===== Given records

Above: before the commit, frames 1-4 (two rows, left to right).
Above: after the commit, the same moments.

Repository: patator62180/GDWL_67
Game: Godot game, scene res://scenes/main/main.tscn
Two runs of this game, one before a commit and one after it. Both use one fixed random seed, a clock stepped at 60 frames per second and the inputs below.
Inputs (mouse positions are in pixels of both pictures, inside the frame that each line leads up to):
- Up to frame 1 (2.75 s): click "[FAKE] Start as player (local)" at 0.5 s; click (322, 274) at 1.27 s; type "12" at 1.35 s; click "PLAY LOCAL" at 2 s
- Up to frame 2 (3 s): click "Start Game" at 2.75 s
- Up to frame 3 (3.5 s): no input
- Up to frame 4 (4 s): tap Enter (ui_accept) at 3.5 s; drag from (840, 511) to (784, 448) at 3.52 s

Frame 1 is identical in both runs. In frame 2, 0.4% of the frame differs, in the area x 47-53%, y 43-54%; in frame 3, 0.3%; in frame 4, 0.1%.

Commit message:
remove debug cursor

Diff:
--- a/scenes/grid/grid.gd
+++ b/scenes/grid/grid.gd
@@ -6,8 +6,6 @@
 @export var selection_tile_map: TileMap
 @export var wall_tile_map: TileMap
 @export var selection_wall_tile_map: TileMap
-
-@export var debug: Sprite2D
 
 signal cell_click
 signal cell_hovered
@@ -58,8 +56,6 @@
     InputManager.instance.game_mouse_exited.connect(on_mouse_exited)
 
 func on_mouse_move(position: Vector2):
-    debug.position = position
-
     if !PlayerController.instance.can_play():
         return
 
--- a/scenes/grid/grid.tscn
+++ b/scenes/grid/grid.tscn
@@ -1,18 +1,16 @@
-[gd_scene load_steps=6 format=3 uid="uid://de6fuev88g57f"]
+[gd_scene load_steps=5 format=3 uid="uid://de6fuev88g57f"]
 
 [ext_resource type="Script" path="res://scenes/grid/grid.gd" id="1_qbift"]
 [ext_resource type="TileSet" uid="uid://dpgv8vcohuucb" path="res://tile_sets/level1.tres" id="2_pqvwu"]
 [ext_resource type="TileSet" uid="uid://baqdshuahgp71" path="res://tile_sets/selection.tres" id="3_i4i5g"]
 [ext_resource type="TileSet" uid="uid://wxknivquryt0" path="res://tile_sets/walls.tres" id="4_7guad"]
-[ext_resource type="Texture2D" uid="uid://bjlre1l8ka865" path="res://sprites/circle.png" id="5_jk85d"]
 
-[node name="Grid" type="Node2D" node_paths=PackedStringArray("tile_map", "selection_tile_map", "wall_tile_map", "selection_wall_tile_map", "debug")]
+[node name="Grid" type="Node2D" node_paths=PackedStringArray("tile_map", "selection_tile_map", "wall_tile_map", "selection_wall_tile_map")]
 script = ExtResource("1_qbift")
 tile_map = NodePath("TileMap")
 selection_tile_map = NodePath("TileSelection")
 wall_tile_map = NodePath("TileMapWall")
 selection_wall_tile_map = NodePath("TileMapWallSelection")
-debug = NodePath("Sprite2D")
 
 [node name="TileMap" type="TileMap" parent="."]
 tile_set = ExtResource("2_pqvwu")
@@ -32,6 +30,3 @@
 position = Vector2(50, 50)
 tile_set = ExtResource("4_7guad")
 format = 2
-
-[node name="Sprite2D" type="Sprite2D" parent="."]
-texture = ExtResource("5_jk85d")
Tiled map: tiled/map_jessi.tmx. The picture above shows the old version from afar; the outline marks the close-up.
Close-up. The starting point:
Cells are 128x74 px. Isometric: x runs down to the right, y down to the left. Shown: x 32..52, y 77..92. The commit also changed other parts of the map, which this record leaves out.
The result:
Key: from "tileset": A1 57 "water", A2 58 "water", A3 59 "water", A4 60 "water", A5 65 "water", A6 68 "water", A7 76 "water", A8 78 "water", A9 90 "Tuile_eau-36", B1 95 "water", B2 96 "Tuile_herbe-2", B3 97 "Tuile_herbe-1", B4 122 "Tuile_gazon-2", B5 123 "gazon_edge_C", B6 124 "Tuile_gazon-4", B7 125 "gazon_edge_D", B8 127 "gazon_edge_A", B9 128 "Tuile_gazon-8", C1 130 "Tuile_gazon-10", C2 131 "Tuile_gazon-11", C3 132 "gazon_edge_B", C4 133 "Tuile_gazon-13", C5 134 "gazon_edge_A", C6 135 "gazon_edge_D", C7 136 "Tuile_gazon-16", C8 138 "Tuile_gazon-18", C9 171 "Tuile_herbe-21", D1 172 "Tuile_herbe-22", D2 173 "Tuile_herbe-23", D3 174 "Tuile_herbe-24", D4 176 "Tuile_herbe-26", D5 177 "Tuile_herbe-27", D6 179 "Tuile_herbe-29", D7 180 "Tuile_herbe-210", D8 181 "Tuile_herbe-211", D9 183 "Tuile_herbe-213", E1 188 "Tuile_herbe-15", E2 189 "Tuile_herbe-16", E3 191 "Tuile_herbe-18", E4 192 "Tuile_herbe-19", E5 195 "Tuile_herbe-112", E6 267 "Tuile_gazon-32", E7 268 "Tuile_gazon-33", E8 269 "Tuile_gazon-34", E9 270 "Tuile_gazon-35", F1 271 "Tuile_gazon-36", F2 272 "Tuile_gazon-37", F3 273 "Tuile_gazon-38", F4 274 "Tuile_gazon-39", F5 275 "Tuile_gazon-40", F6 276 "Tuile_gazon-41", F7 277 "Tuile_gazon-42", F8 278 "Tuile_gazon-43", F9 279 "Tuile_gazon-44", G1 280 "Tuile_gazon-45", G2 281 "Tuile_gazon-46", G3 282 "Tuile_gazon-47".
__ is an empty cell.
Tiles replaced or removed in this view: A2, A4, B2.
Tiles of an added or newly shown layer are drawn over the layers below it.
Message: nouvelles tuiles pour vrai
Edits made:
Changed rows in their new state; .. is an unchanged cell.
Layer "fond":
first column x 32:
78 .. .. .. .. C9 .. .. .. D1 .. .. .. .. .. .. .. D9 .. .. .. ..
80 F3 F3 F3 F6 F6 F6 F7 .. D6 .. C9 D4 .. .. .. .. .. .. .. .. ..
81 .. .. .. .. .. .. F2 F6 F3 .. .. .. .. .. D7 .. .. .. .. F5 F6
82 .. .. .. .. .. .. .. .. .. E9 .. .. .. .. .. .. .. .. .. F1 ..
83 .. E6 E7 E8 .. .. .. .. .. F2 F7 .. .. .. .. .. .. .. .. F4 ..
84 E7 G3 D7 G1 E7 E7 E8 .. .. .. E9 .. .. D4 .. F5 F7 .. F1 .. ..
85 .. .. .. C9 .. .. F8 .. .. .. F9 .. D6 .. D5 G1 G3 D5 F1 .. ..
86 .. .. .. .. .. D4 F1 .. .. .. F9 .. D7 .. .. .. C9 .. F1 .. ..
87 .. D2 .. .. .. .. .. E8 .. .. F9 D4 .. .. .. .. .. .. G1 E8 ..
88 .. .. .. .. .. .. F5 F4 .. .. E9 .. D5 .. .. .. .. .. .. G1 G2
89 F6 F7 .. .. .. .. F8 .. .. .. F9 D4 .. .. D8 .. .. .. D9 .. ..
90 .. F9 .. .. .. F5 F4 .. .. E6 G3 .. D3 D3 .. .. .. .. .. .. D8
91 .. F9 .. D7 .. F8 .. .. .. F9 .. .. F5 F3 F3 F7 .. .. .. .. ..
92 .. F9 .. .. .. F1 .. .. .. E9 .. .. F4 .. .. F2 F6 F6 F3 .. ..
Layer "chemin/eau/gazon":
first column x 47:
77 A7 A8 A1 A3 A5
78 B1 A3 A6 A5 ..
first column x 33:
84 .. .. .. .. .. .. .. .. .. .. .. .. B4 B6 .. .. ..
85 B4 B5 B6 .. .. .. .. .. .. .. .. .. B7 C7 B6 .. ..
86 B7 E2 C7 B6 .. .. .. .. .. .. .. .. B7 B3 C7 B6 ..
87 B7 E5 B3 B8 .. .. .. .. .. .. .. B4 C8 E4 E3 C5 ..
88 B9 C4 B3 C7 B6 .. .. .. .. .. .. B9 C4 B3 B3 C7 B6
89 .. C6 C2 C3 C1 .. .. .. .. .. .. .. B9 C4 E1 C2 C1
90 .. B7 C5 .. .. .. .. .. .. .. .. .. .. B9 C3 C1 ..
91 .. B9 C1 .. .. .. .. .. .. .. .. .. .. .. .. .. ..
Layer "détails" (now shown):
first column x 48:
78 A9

==========

### What to produce:
The answer should consist of every line from the listing above that includes the word "runs".

### Result for this exercise:
Two runs of this game, one before a commit and one after it. Both use one fixed random seed, a clock stepped at 60 frames per second and the inputs below.
Frame 1 is identical in both runs. In frame 2, 0.4% of the frame differs, in the area x 47-53%, y 43-54%; in frame 3, 0.3%; in frame 4, 0.1%.
Cells are 128x74 px. Isometric: x runs down to the right, y down to the left. Shown: x 32..52, y 77..92. The commit also changed other parts of the map, which this record leaves out.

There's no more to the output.